I haven't posted in the marketplace, but I have a good amount of T-Nex that I will not use, and can ship in 16oz bottles to anyone that wants to purchase.


----------



## Babameca (Jul 29, 2019)

Jconnelly6b said:


> I haven't posted in the marketplace, but I have a good amount of T-Nex that I will not use, and can ship in 16oz bottles to anyone that wants to purchase.


I am interested, as long as you want to ship to Canada.
PM me if you want,
Milen


----------



## jrubb42 (Jun 20, 2019)

Wow. Thanks for all of the responses. Went with T-Nex since there are so many good reviews on it already and it was a liquid that will last for a long time. Shipping to work so the wife doesn't find out! Ha!


----------



## MassHole (Jun 27, 2018)

Been using T-Nex this summer on my front. Not a fan. Leaves my lawn very susceptible to fungus and brown tips, even with sharp blades and Azoxy mixed in.

It does thicken the lawn and darken it, but the brown tint is a major turn off.


----------



## Jconnelly6b (Mar 4, 2018)

MassHole said:


> Been using T-Nex this summer on my front. Not a fan. Leaves my lawn very susceptible to fungus and brown tips, even with sharp blades and Azoxy mixed in.
> 
> It does thicken the lawn and darken it, but the brown tint is a major turn off.


I don't use in the summer for this exact reason, plus I don't have irrigation and I lay off the N, so I'm not growing/mowing much in July August anyways.

However PGR is a godsend in the spring when I could be mowing every other day.


----------



## FuzzeWuzze (Aug 25, 2017)

I always wondered does PGR affect different cultivars differently? My PRG always seemed to grow right through my TNEX applications, maybe a tad slower so i'd mow every 4 days not every 3 but not amazing.
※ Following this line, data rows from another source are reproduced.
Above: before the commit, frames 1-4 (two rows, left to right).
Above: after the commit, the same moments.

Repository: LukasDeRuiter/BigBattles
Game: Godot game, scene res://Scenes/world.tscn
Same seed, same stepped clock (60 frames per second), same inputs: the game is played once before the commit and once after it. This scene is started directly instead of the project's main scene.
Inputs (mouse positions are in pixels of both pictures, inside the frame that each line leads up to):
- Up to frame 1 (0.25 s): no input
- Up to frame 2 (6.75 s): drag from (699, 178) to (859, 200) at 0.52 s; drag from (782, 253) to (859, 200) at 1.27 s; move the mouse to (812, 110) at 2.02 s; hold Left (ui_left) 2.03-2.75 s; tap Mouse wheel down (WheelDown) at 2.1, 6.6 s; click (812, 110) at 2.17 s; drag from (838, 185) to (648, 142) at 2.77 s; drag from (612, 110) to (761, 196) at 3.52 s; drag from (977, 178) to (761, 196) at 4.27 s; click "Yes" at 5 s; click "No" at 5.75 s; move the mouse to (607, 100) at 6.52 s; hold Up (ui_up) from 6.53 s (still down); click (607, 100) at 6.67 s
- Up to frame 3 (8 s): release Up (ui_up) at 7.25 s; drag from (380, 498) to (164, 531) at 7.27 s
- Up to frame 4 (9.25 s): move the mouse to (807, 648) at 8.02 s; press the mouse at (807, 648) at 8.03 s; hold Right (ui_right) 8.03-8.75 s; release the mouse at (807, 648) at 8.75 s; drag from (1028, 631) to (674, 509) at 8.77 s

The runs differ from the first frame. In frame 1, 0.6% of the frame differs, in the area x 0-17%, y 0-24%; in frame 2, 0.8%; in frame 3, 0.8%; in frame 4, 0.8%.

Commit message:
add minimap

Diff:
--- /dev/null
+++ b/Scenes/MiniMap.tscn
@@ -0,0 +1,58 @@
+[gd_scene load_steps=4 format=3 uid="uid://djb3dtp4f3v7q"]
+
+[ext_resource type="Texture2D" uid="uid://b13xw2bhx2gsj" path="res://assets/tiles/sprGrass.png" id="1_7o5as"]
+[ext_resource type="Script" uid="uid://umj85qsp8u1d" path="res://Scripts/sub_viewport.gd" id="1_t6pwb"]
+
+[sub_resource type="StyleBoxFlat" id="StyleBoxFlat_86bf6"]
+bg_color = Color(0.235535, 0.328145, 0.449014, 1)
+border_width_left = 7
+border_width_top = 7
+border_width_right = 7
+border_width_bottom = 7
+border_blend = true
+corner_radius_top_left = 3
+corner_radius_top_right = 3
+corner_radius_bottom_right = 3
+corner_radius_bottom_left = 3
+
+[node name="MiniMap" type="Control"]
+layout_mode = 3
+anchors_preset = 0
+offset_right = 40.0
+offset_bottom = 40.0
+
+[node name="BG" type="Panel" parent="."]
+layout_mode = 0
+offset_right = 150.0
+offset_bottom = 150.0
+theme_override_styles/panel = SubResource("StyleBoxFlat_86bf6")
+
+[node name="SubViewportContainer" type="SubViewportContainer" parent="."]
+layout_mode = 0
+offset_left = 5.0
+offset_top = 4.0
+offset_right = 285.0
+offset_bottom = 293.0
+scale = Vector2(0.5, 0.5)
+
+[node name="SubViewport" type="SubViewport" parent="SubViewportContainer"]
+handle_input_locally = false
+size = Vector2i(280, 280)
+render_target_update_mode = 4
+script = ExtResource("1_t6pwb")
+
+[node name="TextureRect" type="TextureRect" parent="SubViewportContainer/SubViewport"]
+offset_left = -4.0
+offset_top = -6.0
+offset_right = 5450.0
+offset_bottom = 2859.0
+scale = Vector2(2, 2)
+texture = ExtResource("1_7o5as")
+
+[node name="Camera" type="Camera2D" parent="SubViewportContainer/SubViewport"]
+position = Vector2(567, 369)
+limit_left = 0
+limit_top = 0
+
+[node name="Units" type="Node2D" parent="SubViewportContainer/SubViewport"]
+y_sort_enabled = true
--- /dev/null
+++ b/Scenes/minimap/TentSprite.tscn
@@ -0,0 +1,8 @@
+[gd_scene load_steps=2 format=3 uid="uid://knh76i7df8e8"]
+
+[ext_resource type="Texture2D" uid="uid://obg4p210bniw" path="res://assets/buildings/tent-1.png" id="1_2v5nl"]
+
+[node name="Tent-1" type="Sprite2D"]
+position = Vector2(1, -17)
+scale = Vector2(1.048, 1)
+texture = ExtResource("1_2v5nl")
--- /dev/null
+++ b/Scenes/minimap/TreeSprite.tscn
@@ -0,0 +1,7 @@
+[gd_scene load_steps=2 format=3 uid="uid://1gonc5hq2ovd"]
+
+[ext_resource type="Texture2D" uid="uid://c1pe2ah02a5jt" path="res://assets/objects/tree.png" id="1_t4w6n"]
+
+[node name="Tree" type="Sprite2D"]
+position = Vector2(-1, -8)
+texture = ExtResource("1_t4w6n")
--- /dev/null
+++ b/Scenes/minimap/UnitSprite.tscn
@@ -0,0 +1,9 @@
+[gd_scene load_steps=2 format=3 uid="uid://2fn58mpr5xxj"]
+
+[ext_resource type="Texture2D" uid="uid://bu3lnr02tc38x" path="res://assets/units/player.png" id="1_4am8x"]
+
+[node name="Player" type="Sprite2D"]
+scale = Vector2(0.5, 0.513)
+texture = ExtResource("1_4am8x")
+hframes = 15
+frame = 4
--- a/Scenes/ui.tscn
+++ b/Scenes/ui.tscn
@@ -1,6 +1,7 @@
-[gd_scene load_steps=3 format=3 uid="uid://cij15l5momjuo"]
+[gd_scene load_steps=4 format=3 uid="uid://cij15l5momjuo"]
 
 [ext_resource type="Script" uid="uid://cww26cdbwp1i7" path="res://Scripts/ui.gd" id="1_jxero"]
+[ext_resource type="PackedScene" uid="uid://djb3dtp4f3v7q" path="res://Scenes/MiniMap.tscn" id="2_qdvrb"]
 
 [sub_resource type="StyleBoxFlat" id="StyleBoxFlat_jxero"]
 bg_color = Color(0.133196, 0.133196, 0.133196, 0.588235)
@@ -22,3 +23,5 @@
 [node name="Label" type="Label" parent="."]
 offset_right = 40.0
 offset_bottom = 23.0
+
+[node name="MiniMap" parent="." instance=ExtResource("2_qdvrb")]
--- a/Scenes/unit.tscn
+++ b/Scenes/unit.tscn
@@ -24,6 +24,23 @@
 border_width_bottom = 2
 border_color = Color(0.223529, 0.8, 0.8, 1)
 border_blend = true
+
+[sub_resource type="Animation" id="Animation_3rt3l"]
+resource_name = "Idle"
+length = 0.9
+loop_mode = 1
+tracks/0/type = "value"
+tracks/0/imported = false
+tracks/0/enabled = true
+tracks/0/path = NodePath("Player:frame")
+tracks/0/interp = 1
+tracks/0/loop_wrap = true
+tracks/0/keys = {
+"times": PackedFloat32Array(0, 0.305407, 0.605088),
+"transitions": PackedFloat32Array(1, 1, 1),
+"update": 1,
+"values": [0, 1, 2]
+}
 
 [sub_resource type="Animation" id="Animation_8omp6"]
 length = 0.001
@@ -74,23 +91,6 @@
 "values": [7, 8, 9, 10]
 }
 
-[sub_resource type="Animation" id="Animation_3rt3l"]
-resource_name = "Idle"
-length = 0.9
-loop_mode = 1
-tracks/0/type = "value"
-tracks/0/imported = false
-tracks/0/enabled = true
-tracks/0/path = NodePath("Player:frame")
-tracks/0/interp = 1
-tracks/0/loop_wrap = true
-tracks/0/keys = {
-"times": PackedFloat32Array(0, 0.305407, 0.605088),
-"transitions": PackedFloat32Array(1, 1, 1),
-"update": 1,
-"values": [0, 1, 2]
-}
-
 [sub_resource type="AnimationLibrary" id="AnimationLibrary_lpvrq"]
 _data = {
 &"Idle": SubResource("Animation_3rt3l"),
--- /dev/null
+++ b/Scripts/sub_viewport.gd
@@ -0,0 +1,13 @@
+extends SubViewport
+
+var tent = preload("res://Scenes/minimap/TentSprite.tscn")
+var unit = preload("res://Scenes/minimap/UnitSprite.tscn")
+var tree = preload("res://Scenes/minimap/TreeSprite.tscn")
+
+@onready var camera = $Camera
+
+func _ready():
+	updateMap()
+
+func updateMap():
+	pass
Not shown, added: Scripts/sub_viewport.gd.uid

I wonder if dwarf compact varieties like Midnight/Bewitched/Mazama/etc that naturally grow low and slower see a larger change.


----------



## Rig2 (Sep 3, 2018)

I totally believe pgr affects different cultivars differently. I have a Scott's tttf blend(used before I found this site) and pgr absolutely destroys my lawn. I have to use so little to avoid yellowing and tip burn. I use so little it helps if I miss a day or two till I mow but I don't get the godsend results everyone else does. Can't wait to Reno in a few years and get better cultivars.


----------



## ryeguy (Sep 28, 2017)

Harts said:


> I use Aneuw from Nufarm (available at Seed World). It's a relatively new PGR and I've only done one application. So far the results are noticeable.
> 
> I plan on continuing doses through my N blitz.


Interesting, is there a reason to prefer this over Trinexapac-ethyl (tnex)?


----------



## g-man (Jun 15, 2017)

Yes tnex affect each grass differently (kbg, tttf and prg) and even within different cultivars. I read about it in a study.

@ryeguy anuew is a fairly new pgr. It has a faster supression and longer duration. It also has a negative effect of POA a. I still have a 3/4 of a gallon of TNex, so it will be a while to try the anuew.

https://www2.nufarm.com/usturf/product/anuew/


----------



## Harts (May 14, 2018)

@ryeguy I live in Canada. We can't source pgr here. The Aneuw is significantly cheaper in price and shipping. That is the only reason.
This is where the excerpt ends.